### ABOUT THIS EXERCISE
Every line with the string "modernization" in it belongs in your answer, so copy them all from the data.

┄┄┄┄┄┄┄┄┄┄

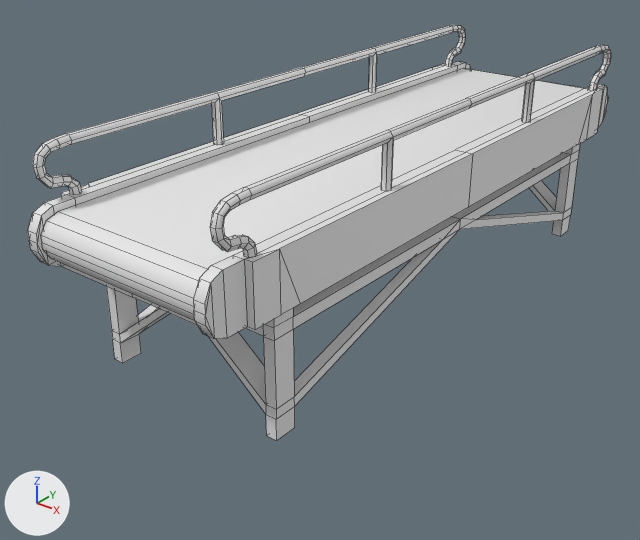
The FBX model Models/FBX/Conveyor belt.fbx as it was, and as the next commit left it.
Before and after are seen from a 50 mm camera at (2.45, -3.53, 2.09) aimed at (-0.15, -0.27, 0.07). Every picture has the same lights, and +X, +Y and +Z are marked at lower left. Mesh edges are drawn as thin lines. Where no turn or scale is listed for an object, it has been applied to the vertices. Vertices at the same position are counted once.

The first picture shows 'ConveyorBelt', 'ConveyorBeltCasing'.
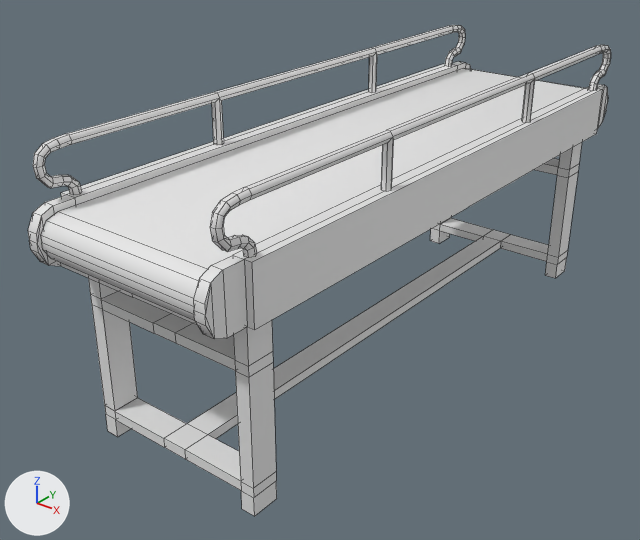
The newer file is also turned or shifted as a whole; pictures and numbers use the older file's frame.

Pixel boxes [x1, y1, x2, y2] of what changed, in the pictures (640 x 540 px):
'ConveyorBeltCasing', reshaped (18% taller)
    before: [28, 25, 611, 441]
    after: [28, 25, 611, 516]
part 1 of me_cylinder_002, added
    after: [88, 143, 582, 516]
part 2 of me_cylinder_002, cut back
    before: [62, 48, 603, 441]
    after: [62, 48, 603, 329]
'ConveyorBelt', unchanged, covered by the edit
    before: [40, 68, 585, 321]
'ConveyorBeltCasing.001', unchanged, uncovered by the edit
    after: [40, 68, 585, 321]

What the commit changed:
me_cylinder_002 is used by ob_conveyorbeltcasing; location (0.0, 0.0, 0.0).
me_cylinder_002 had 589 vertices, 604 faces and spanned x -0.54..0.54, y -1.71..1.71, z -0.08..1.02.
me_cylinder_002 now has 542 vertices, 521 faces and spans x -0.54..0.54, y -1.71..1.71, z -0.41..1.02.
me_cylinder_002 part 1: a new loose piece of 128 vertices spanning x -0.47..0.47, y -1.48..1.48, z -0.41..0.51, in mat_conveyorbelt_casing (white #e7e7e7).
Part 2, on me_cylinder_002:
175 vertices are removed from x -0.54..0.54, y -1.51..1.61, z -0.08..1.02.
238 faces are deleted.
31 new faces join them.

┄┄┄┄┄┄┄┄┄┄

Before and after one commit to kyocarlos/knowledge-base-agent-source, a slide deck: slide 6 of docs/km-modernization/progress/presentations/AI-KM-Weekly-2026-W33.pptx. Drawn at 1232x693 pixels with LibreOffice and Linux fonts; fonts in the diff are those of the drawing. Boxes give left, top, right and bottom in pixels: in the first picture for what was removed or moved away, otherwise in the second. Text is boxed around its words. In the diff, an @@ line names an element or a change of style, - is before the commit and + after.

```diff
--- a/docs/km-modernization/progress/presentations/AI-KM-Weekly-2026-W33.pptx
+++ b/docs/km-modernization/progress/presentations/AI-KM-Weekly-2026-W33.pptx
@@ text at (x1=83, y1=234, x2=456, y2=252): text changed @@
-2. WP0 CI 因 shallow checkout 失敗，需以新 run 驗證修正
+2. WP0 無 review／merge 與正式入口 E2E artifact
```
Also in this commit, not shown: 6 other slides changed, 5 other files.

┄┄┄┄┄┄┄┄┄┄

### OUTPUT FOR THIS EXERCISE
Before and after one commit to kyocarlos/knowledge-base-agent-source, a slide deck: slide 6 of docs/km-modernization/progress/presentations/AI-KM-Weekly-2026-W33.pptx. Drawn at 1232x693 pixels with LibreOffice and Linux fonts; fonts in the diff are those of the drawing. Boxes give left, top, right and bottom in pixels: in the first picture for what was removed or moved away, otherwise in the second. Text is boxed around its words. In the diff, an @@ line names an element or a change of style, - is before the commit and + after.
--- a/docs/km-modernization/progress/presentations/AI-KM-Weekly-2026-W33.pptx
+++ b/docs/km-modernization/progress/presentations/AI-KM-Weekly-2026-W33.pptx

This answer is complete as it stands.